• Records supplied:
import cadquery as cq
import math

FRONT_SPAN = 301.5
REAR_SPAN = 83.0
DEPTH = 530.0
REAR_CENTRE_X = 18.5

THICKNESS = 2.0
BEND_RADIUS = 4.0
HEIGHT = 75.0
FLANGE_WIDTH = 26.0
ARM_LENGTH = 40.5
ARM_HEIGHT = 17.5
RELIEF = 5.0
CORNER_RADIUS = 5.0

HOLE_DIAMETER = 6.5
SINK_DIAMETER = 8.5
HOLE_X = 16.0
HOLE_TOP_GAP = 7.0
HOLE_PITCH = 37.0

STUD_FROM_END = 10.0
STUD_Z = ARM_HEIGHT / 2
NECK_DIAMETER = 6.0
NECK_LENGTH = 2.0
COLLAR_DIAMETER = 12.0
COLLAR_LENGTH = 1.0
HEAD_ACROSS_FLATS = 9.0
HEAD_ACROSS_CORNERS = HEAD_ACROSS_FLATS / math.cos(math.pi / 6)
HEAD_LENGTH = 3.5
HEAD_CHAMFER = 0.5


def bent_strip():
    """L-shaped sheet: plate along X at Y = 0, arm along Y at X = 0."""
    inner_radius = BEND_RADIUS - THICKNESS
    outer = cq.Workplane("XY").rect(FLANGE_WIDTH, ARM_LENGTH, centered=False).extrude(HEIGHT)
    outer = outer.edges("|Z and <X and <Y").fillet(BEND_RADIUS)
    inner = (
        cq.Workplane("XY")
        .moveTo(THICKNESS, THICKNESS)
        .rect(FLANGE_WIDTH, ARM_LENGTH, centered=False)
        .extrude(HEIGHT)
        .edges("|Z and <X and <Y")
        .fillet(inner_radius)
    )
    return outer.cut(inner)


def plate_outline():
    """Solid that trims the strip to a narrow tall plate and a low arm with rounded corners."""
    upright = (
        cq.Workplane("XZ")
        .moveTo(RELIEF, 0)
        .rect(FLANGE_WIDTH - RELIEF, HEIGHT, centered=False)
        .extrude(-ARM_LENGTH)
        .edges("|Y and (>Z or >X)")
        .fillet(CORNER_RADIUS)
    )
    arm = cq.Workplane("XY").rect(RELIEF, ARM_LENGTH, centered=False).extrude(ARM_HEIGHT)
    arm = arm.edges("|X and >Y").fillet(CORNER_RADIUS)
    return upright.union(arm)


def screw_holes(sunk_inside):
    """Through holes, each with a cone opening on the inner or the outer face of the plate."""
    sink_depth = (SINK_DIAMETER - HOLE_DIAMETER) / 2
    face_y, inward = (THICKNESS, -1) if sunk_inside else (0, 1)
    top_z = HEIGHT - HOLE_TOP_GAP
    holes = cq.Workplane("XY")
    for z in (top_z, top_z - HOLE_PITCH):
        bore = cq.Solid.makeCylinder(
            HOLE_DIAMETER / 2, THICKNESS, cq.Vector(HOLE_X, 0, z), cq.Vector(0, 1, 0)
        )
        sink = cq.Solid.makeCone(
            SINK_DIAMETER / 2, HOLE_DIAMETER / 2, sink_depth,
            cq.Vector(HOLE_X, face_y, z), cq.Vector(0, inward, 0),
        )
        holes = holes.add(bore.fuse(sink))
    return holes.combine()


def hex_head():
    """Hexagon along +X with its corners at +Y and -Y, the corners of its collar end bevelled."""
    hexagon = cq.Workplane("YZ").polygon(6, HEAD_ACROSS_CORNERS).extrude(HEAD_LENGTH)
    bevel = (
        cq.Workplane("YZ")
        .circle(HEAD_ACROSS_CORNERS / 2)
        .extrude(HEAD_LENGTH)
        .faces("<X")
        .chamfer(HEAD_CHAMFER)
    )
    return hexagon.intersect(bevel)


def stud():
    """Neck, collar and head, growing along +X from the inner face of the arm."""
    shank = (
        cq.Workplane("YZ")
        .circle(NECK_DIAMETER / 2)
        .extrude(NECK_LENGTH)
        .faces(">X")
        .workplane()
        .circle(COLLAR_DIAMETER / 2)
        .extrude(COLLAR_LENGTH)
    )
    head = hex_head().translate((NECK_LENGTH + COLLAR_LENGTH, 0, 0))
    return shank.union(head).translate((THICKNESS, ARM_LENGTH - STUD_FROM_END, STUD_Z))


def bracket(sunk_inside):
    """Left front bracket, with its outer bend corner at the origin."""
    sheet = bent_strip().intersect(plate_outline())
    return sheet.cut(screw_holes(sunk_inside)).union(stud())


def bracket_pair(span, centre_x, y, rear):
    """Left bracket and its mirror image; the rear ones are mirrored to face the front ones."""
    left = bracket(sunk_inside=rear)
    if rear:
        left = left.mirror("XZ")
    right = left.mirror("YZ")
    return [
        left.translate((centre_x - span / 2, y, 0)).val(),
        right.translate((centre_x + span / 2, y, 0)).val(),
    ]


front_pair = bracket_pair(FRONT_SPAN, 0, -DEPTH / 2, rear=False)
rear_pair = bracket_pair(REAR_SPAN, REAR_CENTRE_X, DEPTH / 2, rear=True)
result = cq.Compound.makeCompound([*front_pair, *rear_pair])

• Exercise: The full material has to be written out again exactly as shown.

• Task solution:
import cadquery as cq
import math

FRONT_SPAN = 301.5
REAR_SPAN = 83.0
DEPTH = 530.0
REAR_CENTRE_X = 18.5

THICKNESS = 2.0
BEND_RADIUS = 4.0
HEIGHT = 75.0
FLANGE_WIDTH = 26.0
ARM_LENGTH = 40.5
ARM_HEIGHT = 17.5
RELIEF = 5.0
CORNER_RADIUS = 5.0

HOLE_DIAMETER = 6.5
SINK_DIAMETER = 8.5
HOLE_X = 16.0
HOLE_TOP_GAP = 7.0
HOLE_PITCH = 37.0

STUD_FROM_END = 10.0
STUD_Z = ARM_HEIGHT / 2
NECK_DIAMETER = 6.0
NECK_LENGTH = 2.0
COLLAR_DIAMETER = 12.0
COLLAR_LENGTH = 1.0
HEAD_ACROSS_FLATS = 9.0
HEAD_ACROSS_CORNERS = HEAD_ACROSS_FLATS / math.cos(math.pi / 6)
HEAD_LENGTH = 3.5
HEAD_CHAMFER = 0.5


def bent_strip():
    """L-shaped sheet: plate along X at Y = 0, arm along Y at X = 0."""
    inner_radius = BEND_RADIUS - THICKNESS
    outer = cq.Workplane("XY").rect(FLANGE_WIDTH, ARM_LENGTH, centered=False).extrude(HEIGHT)
    outer = outer.edges("|Z and <X and <Y").fillet(BEND_RADIUS)
    inner = (
        cq.Workplane("XY")
        .moveTo(THICKNESS, THICKNESS)
        .rect(FLANGE_WIDTH, ARM_LENGTH, centered=False)
        .extrude(HEIGHT)
        .edges("|Z and <X and <Y")
        .fillet(inner_radius)
    )
    return outer.cut(inner)


def plate_outline():
    """Solid that trims the strip to a narrow tall plate and a low arm with rounded corners."""
    upright = (
        cq.Workplane("XZ")
        .moveTo(RELIEF, 0)
        .rect(FLANGE_WIDTH - RELIEF, HEIGHT, centered=False)
        .extrude(-ARM_LENGTH)
        .edges("|Y and (>Z or >X)")
        .fillet(CORNER_RADIUS)
    )
    arm = cq.Workplane("XY").rect(RELIEF, ARM_LENGTH, centered=False).extrude(ARM_HEIGHT)
    arm = arm.edges("|X and >Y").fillet(CORNER_RADIUS)
    return upright.union(arm)


def screw_holes(sunk_inside):
    """Through holes, each with a cone opening on the inner or the outer face of the plate."""
    sink_depth = (SINK_DIAMETER - HOLE_DIAMETER) / 2
    face_y, inward = (THICKNESS, -1) if sunk_inside else (0, 1)
    top_z = HEIGHT - HOLE_TOP_GAP
    holes = cq.Workplane("XY")
    for z in (top_z, top_z - HOLE_PITCH):
        bore = cq.Solid.makeCylinder(
            HOLE_DIAMETER / 2, THICKNESS, cq.Vector(HOLE_X, 0, z), cq.Vector(0, 1, 0)
        )
        sink = cq.Solid.makeCone(
            SINK_DIAMETER / 2, HOLE_DIAMETER / 2, sink_depth,
            cq.Vector(HOLE_X, face_y, z), cq.Vector(0, inward, 0),
        )
        holes = holes.add(bore.fuse(sink))
    return holes.combine()


def hex_head():
    """Hexagon along +X with its corners at +Y and -Y, the corners of its collar end bevelled."""
    hexagon = cq.Workplane("YZ").polygon(6, HEAD_ACROSS_CORNERS).extrude(HEAD_LENGTH)
    bevel = (
        cq.Workplane("YZ")
        .circle(HEAD_ACROSS_CORNERS / 2)
        .extrude(HEAD_LENGTH)
        .faces("<X")
        .chamfer(HEAD_CHAMFER)
    )
    return hexagon.intersect(bevel)


def stud():
    """Neck, collar and head, growing along +X from the inner face of the arm."""
    shank = (
        cq.Workplane("YZ")
        .circle(NECK_DIAMETER / 2)
        .extrude(NECK_LENGTH)
        .faces(">X")
        .workplane()
        .circle(COLLAR_DIAMETER / 2)
        .extrude(COLLAR_LENGTH)
    )
    head = hex_head().translate((NECK_LENGTH + COLLAR_LENGTH, 0, 0))
    return shank.union(head).translate((THICKNESS, ARM_LENGTH - STUD_FROM_END, STUD_Z))


def bracket(sunk_inside):
    """Left front bracket, with its outer bend corner at the origin."""
    sheet = bent_strip().intersect(plate_outline())
    return sheet.cut(screw_holes(sunk_inside)).union(stud())


def bracket_pair(span, centre_x, y, rear):
    """Left bracket and its mirror image; the rear ones are mirrored to face the front ones."""
    left = bracket(sunk_inside=rear)
    if rear:
        left = left.mirror("XZ")
    right = left.mirror("YZ")
    return [
        left.translate((centre_x - span / 2, y, 0)).val(),
        right.translate((centre_x + span / 2, y, 0)).val(),
    ]


front_pair = bracket_pair(FRONT_SPAN, 0, -DEPTH / 2, rear=False)
rear_pair = bracket_pair(REAR_SPAN, REAR_CENTRE_X, DEPTH / 2, rear=True)
result = cq.Compound.makeCompound([*front_pair, *rear_pair])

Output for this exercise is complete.